Thursday, December 23, 2010

Pace Your Heart Rate to Benifit from Sports

Pace Your Heart Rate to Benifit from Sports
Date: 11/4/2009

TUMSPR News: Physical inactivity nearly affects 60% of the world population and inability to complete the minimum amount of activity to induce its health benifits will result in some non-communicable and chronic diseases. Taking up a structured exercise requires to pace ones heart rate to gradually get adapted to the exertion.


Metabolic disorders such as diabetes, are on an increasing rise in the world, especially the developing societies, and nearly 60% of the world population are prone to the diseases because of the inability to complete the minimum amount of activity that induces health benefits.

Taking up a structured exercise requires to pace ones heart rate to gradually get adapted to the exertion.

As American Heart Association (AHA) puts it, ones maximum heart rate is nearly 220 minus your age and to receive the benefits of physical activity, it is important not to tire oneself too quickly and stay within 50 to 85 percent of the maximum (or target) heart rate.

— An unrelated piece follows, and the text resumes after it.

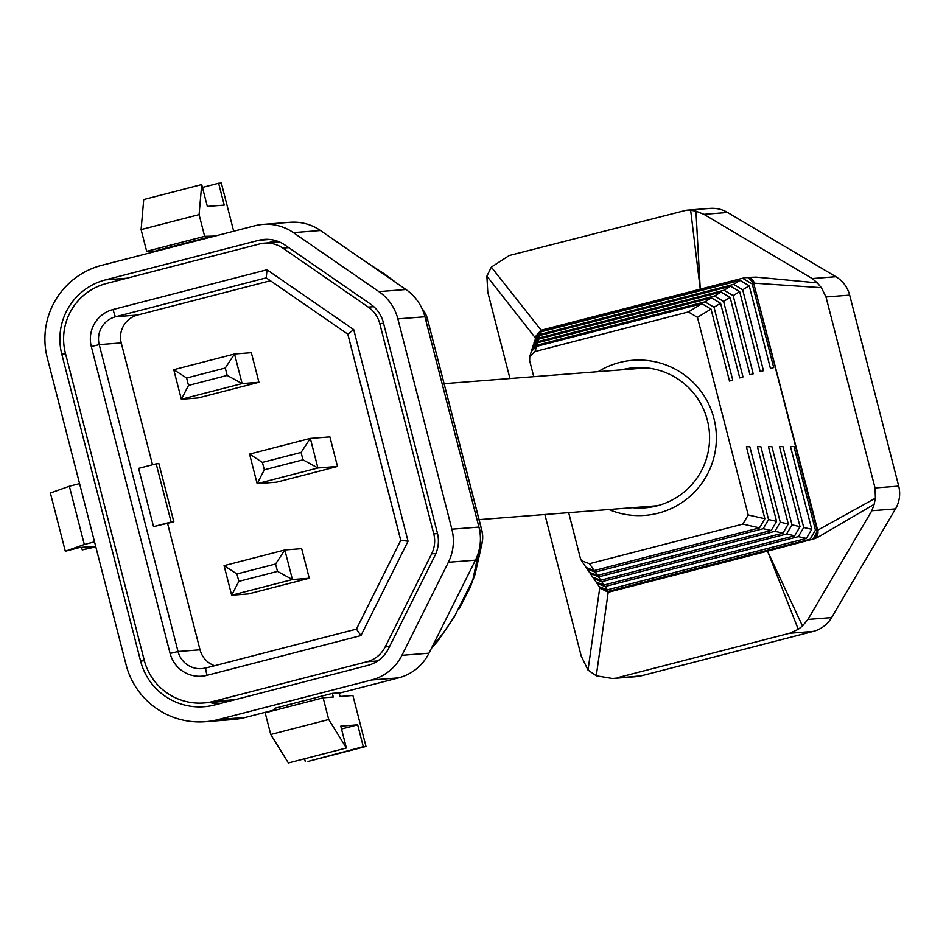 <?xml version="1.0" encoding="UTF-8"?>
<svg xmlns="http://www.w3.org/2000/svg" width="946" height="946" viewBox="0 0 946 946"><rect width="100%" height="100%" fill="white"/><g stroke="black" fill="none" stroke-linecap="round" stroke-linejoin="round"><path stroke-width="1.42" d="M65.416 353.236L144.218 660.142A57.268 57.032 -94.5 0 0 213.69 701.341L366.823 661.798A28.64 28.522 -94.5 0 0 385.199 646.898L431.636 553.848A28.64 28.522 -94.5 0 0 433.753 533.875L379.748 323.556A28.64 28.522 -94.5 0 0 368.278 307.083L282.807 248.1A28.64 28.522 -94.5 0 0 259.535 243.962L106.413 283.504A57.268 57.032 -94.5 0 0 65.416 353.236M266.997 269.764L353.698 329.586L408.033 541.218L360.923 635.594L207.02 675.338A30.426 30.296 85.5 0 1 170.114 653.45L91.313 346.555A30.426 30.296 85.5 0 1 113.082 309.508L266.997 269.764L266.252 277.84L115.637 316.733A22.905 22.81 -94.5 0 0 99.235 344.628L121.23 342.913L152.531 464.782M167.596 523.469L200.032 649.807L178.037 651.522A22.905 22.81 -94.5 0 0 205.802 668.018L356.441 629.114L400.761 540.308L347.821 334.139L353.698 329.586M156.196 463.836L138.601 468.376L153.548 526.615L173.851 521.861L158.904 463.623L156.196 463.836L171.143 522.062L173.851 521.861M395.676 282.428L367.698 263.118M433.422 643.138C436.366 642.76 443.603 633.453 455.121 615.231L472.823 579.91L479.078 550.146M309.259 578.231L301.668 548.656L284.829 549.969L292.42 579.543L309.259 578.231L248.502 593.922L231.664 595.235L224.072 565.661L284.829 549.969L275.593 563.993L236.938 573.974L238.841 581.376L277.497 571.384L275.593 563.993M214.624 665.736A22.905 22.81 85.5 0 1 200.032 649.807M270.414 280.726L137.631 315.018L115.637 316.733A7.521 0.662 -104.5 0 1 113.082 309.508M121.23 342.913A22.905 22.81 85.5 0 1 137.631 315.018M337.486 466.461L329.894 436.875L310.312 438.412L317.903 467.986L337.486 466.461L276.74 482.153L257.146 483.678L249.555 454.092L310.312 438.412L301.076 452.436L262.42 462.417L264.324 469.807L302.98 459.827L301.076 452.436M258.944 382.267L251.34 352.681L234.513 353.993L242.105 383.579L258.944 382.267L198.187 397.947L181.348 399.259L173.757 369.685L234.513 353.993L225.278 368.018L186.622 377.998L188.514 385.4L227.182 375.42L225.278 368.018M302.98 459.827L317.903 467.986L257.146 483.678L264.324 469.807M277.497 571.384L292.42 579.543L231.664 595.235L238.841 581.376M227.182 375.42L242.105 383.579L181.348 399.259L188.514 385.4M186.622 377.998L173.757 369.685M236.938 573.974L224.072 565.661M249.555 454.092L262.42 462.417M400.726 540.32L347.785 334.115L266.204 277.828L347.821 334.139M408.033 541.218L400.761 540.308L356.406 629.137L205.814 668.006A7.521 0.662 75.5 0 0 205.814 668.006A7.521 0.662 75.5 0 0 207.02 675.338M360.923 635.594L356.441 629.114M425.322 313.694A28.64 27.493 135.7 0 0 421.987 308.562M482.507 535.436A28.64 27.268 -167.3 0 1 481.987 543.583A28.64 27.268 -167.3 0 1 479.551 550.111A28.64 28.522 -94.5 0 0 481.668 530.138L427.663 319.819L425.747 319.961M481.691 530.221L481.786 530.15A28.64 28.64 0 0 1 481.987 543.583L475.259 573.382A28.64 27.268 -167.3 0 1 472.823 579.91M431.376 648.412L438.175 640.608L453.844 617.667A28.64 22.29 -147.8 0 0 455.121 615.231M153.548 526.615L171.143 522.062M47.3 357.919L126.102 664.813A76.058 75.751 -94.5 0 0 218.36 719.539L371.494 679.985A47.43 47.229 -94.5 0 0 401.932 655.33L448.369 562.279A47.43 47.229 -94.5 0 0 451.869 529.204L397.864 318.873A47.43 47.229 -94.5 0 0 378.873 291.605L293.39 232.621A47.43 47.229 -94.5 0 0 254.864 225.763L101.742 265.318A76.058 75.751 -94.5 0 0 47.3 357.919M61.797 354.171L140.599 661.077A61.029 60.781 -94.5 0 0 214.624 704.983L367.758 665.428A32.389 32.259 -94.5 0 0 388.546 648.589L434.983 555.539A32.389 32.259 -94.5 0 0 437.371 532.941L383.378 322.621A32.389 32.259 -94.5 0 0 370.394 303.997L284.923 245.002A32.389 32.259 -94.5 0 0 258.601 240.331L105.479 279.874A61.029 60.781 -94.5 0 0 61.797 354.171L65.581 353.875M339.212 693.205L398.538 677.88A47.43 47.229 -94.5 0 0 428.976 653.213L475.424 560.162A47.43 47.229 -94.5 0 0 478.924 527.088L424.92 316.768A47.43 47.229 -94.5 0 0 405.929 289.5L320.446 230.517A47.43 47.229 -94.5 0 0 290.02 222.31L262.976 224.415M205.365 721.703L232.42 719.599A76.058 75.751 -94.5 0 0 245.416 717.423L274.754 709.855M210.024 702.5A61.029 60.781 -94.5 0 0 217.805 704.155M276.019 240.71L267.481 242.909M274.872 710.292L274.375 708.365L332.353 693.383L339.117 692.862L340.052 696.504L352.905 695.499L365.984 746.453L363.288 746.666L357.671 724.825L340.773 726.138L346.378 747.979L328.723 719.516L323.142 697.817L333.288 697.025L332.353 693.383M95.652 546.244L79.819 547.486L65.321 551.222L84.312 544.494L69.354 486.268L79.57 483.619M65.321 551.222L50.375 492.996L69.354 486.268M95.818 546.883L82.231 549.91L81.569 547.344M82.231 549.91L95.7 546.433M84.312 544.494L94.529 541.857M156.953 251.057L146.665 251.293L141.096 229.594L199.086 214.624L201.723 184.576L207.328 206.417L224.237 205.093L218.621 183.252L221.329 183.051L233.697 231.238M141.096 229.594L143.733 199.547L201.723 184.576M202.456 187.438L218.621 183.252M214.943 236.074L204.655 236.323L199.086 214.624M156.811 250.501L214.801 235.53M146.665 251.293L204.655 236.323M363.288 746.666L308.006 761.424L365.984 746.453M341.506 728.999L357.671 724.825M305.298 761.636L304.565 758.775M328.723 719.516L270.733 734.486L288.388 762.949L346.378 747.979M270.733 734.486L265.164 712.787L323.142 697.817M598.168 371.648A77.785 77.466 85.5 0 1 713.934 418.451A77.785 77.466 85.5 0 1 608.917 509.527M632.519 507.683A70.276 69.98 -94.5 0 0 708.637 426.256A70.276 69.98 -94.5 0 0 621.77 369.815M568.676 512.661L580.395 558.317L581.483 560.706L589.5 563.71L742.823 524.119L748.191 514.979L697.45 317.336L688.345 311.944L701.92 303.678L536.619 346.366L535.022 351.534L529.748 356.571L529.654 360.674L533.757 376.674M688.345 311.944L535.022 351.534M721.018 292.042L538.877 339.082L538.108 341.565L714.478 296.027L721.018 292.042L730.123 297.434L723.584 301.419L742.977 376.934L739.737 377.927L720.568 303.252L714.029 307.237L732.736 380.067L729.496 381.049L711.014 309.07L697.45 317.336M711.463 297.86L537.754 342.724L536.973 345.207L704.936 301.845L711.463 297.86L720.568 303.252M730.572 286.224L540 335.44L539.232 337.923L724.033 290.209L730.572 286.224L739.666 291.616L733.138 295.601L753.217 373.812L749.977 374.793L730.123 297.434M740.115 280.406L541.136 331.798L540.367 334.281L733.588 284.391L740.115 280.406L749.22 285.798L742.681 289.783L763.457 370.678L760.217 371.672L739.666 291.616M589.5 563.71L594.183 570.556L759.484 527.868L742.823 524.119M774.904 531.345L598.522 576.894L600.781 580.194L782.921 533.154L774.904 531.345L780.273 522.216L788.29 524.013L768.436 446.654L771.912 446.642L791.991 524.853L800.02 526.662L779.469 446.607L782.945 446.595L803.722 527.49L811.739 529.299L790.501 446.559L793.978 446.547L815.44 530.138L817.119 530.517A7.521 7.414 102.7 0 1 811.751 539.646L810.072 539.267L608.42 591.345L608.952 592.101L767.537 551.151L802.468 625.992L807.919 619.441L831.593 617.596A30.059 29.941 85.5 0 1 813.288 631.408L641.353 675.811A30.059 29.941 85.5 0 1 636.209 676.674L612.464 678.519L641.353 675.811M763.186 528.708L595.223 572.082L597.482 575.369L771.203 530.505L763.186 528.708L768.554 519.567L776.571 521.376L757.403 446.713L760.88 446.689L780.273 522.216M786.623 533.982L601.822 581.707L604.08 585.006L794.652 535.791L786.623 533.982L791.991 524.853M798.353 536.63L605.121 586.52L607.379 589.819L806.37 538.428L798.353 536.63L803.722 527.49M727.58 212.483L703.907 214.328L695.949 211.135L700.253 289.109L690.651 210.249L686.288 210.237L710.032 208.392A30.059 29.941 85.5 0 1 727.58 212.483L835.874 276.705A30.059 29.941 85.5 0 1 849.662 295.105L898.7 486.114A30.059 29.941 85.5 0 1 895.495 508.901L831.593 617.596M608.952 592.101L608.207 592.243L596.264 675.799L588.01 670.052L581.211 656.027L544.872 514.518M509.953 378.53L487.769 292.101L486.871 276.114L491.329 267.103L541.49 330.639L744.502 277.734A7.521 7.426 58.7 0 1 753.607 283.138L752.236 283.966L773.698 367.556L770.47 368.538L749.22 285.798M491.329 267.103L509.279 255.491L686.288 210.237M813.288 631.408L789.614 633.264L617.679 677.655M895.495 508.901L871.822 510.745L807.919 619.441M849.662 295.105L825.988 296.949L875.026 487.959L898.7 486.114M703.907 214.328L812.212 278.55L835.874 276.705M744.502 277.734L541.668 330.071M747.813 277.415L756.185 277.119L817.273 282.866L812.212 278.55M813.394 539.125A7.521 6.823 -110.6 0 0 813.714 539.007A7.521 6.823 -110.6 0 0 817.663 530.233L875.417 498.164L875.026 487.959M825.988 296.949L821.376 287.679L754.234 283.173A7.521 6.811 -94.3 0 0 747.068 277.426L747.068 277.426A7.521 6.811 -94.3 0 0 746.926 277.438M871.822 510.745L874.139 504.348L817.486 537.494L813.229 539.196L817.663 530.233L753.643 283.091L817.178 530.54M789.614 633.264L798.258 629.338L767.537 551.151L813.785 538.901M596.264 675.799L612.464 678.519M748.191 514.979L764.853 518.739L746.37 446.76L749.847 446.737L768.554 519.567M607.379 589.819L599.362 586.804L597.103 583.516L605.121 586.52M811.739 529.299L806.37 538.428M599.93 587.537L608.42 591.345M810.072 539.267L815.44 530.138M604.08 585.006L596.063 581.991L593.804 578.692L601.822 581.707M800.02 526.662L794.652 535.791M596.63 582.724L597.103 583.516M597.482 575.369L589.464 572.365L587.206 569.066L595.223 572.082M776.571 521.376L771.203 530.505M590.032 573.087L598.522 576.894M600.781 580.194L592.764 577.178L590.505 573.879M788.29 524.013L782.921 533.154M593.331 577.9L593.804 578.692M594.183 570.556L586.165 567.541L581.483 560.706M764.853 518.739L759.484 527.868M586.733 568.274L587.206 569.066M540.367 334.281L535.093 339.318L535.862 336.823L541.136 331.798M541.49 330.639L536.063 336.256M752.236 283.966L743.13 278.573M539.232 337.923L533.97 342.96L534.738 340.465L540 335.44M742.681 289.783L733.588 284.391M536.973 345.207L531.711 350.245L532.48 347.75L537.754 342.724M538.108 341.565L532.681 347.182M723.584 301.419L714.478 296.027M532.835 346.603L533.603 344.108L538.877 339.082M733.138 295.601L724.033 290.209M529.748 356.571L531.356 351.392L536.619 346.366M701.92 303.678L711.014 309.07M714.029 307.237L704.936 301.845M874.139 504.348L875.417 498.164M821.376 287.679L817.273 282.866M744.679 277.639L747.955 277.58L753.643 283.091M798.258 629.338L802.468 625.992M695.949 211.135L690.651 210.249M536.216 335.676L540.946 330.296M608.207 592.243L600.403 588.329M91.313 346.555L99.235 344.628L178.037 651.522L170.114 653.45M368.278 307.083L373.765 306.658M288.743 247.639L282.807 248.1M433.753 533.875L437.537 533.579M479.634 530.304L481.786 530.15L427.663 319.819A28.64 28.522 -94.5 0 0 422.105 308.81M383.532 323.26L379.748 323.556M385.199 646.898L389.551 646.567M435.905 553.516L431.636 553.848M213.69 701.341L235.223 699.662M377.714 660.947L366.823 661.798M427.687 319.89L427.781 319.831A28.64 28.64 0 0 0 421.975 308.538M144.383 660.781L140.599 661.077M320.446 230.517L293.39 232.621M405.929 289.5L378.873 291.605M424.92 316.768L397.864 318.873M478.924 527.088L451.869 529.204M475.424 560.162L448.369 562.279M428.976 653.213L401.932 655.33M398.538 677.88L371.494 679.985M245.416 717.423L218.36 719.539M127.001 278.195L105.479 279.874M269.752 239.456L258.601 240.331M588.01 670.052L599.823 587.407M535.483 338.041L486.871 276.114M279.472 241.975L264.431 243.146M230.398 700.903L203.898 702.973M205.814 668.006L201.912 668.656M366.457 262.267L384.904 274.245L397.438 283.646M475.259 573.382L470.292 587.23L459.212 608.727M756.091 277.119L747.955 277.58M657.423 505.743L479.09 519.65M646.674 367.864L444.171 383.662"/></g></svg>

AHA recommends individuals to take graduated exercise programs, ie, aiming for the lowest heart target zone (50%) in the first few weeks and gradually building up to the higher part of the zone (75 percent) and finally going for the 85 percent in about six months or more. But AHA does not recommend such a heavy schedule (85% target heart zone) if one plans to just stay in shape!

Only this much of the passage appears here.